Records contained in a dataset

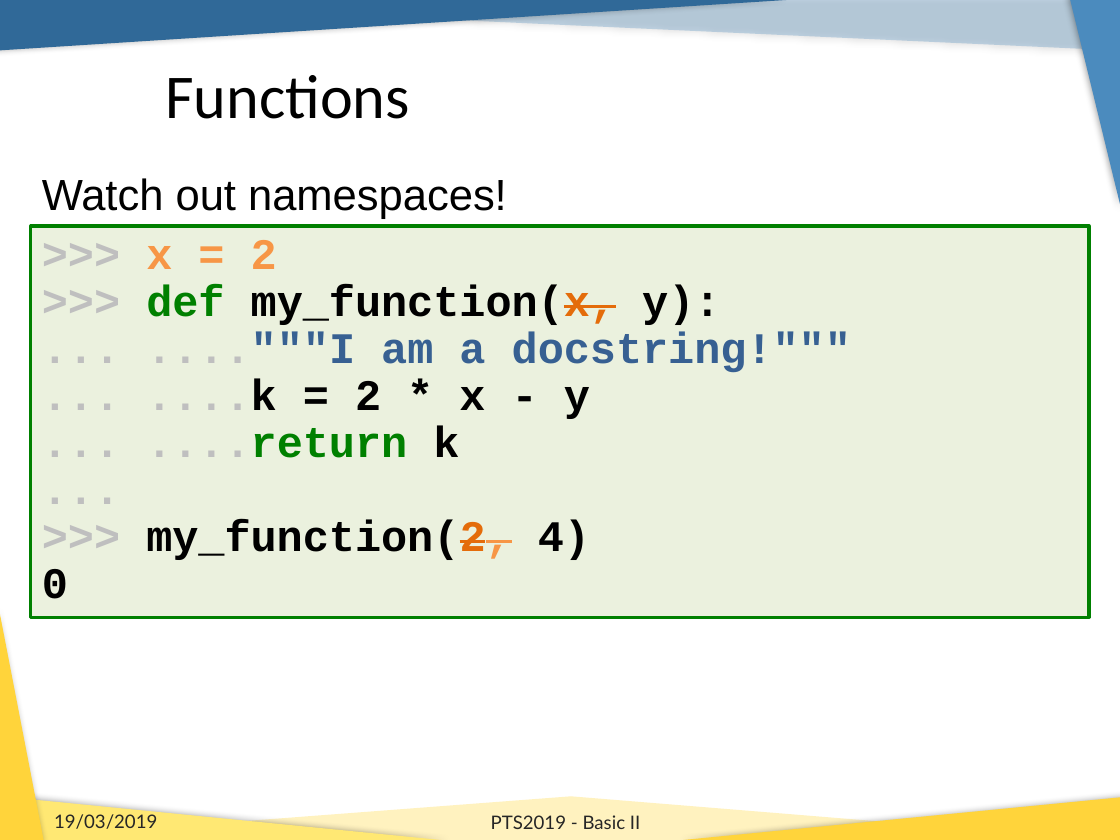
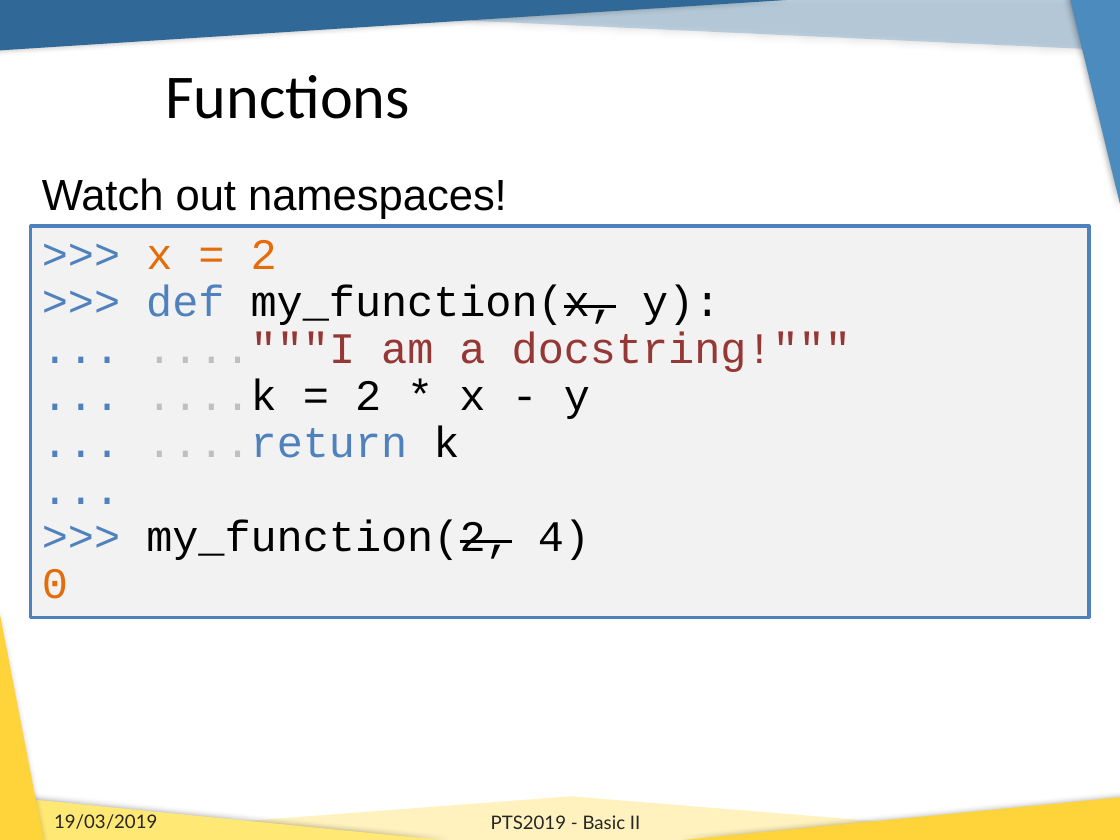
Before and after one commit to b1quint/Python-Tutorial-Series, a slide deck: slide 28 of Presentations/PTS2019_Basics_II.pptx (slide 25 before the commit). Drawn at 1120x840 pixels with LibreOffice and Linux fonts; fonts in the diff are those of the drawing; background and template pictures are left out. Boxes give left, top, right and bottom in pixels: in the first picture for what was removed or moved away, otherwise in the second. Text is boxed around its words. In the diff, an @@ line names an element or a change of style, - is before the commit and + after.

```diff
--- a/Presentations/PTS2019_Basics_II.pptx
+++ b/Presentations/PTS2019_Basics_II.pptx
@@ rectangle ">>> x = 2" at bbox=[31, 226, 1090, 617]: text colour #BFBFBF to #4F81BD in ">>>", ">>>", "...", "..." and 3 more places; text colour #F79646 to #E46C0A in "x = 2"; bold off; text colour #008000 to #4F81BD in "def", "....return"; text colour #E46C0A to #000000 in "my_function(x,", "my_function(2,"; text colour #376092 to #953735 in "...."""I am a docstring!""""; text colour #F79646 to #000000 in "my_function(2,"; text colour #000000 to #E46C0A in "0"; fill #EBF1DE to #F2F2F2; outline #008000 2 pt to #4F81BD 2 pt @@
```
Also in this commit, not shown: 23 other slides changed, 20 slides added.

# TO DO
What is the number of lines above that hold the word "commit"? Answer with that number alone.

# TASK ANSWER
2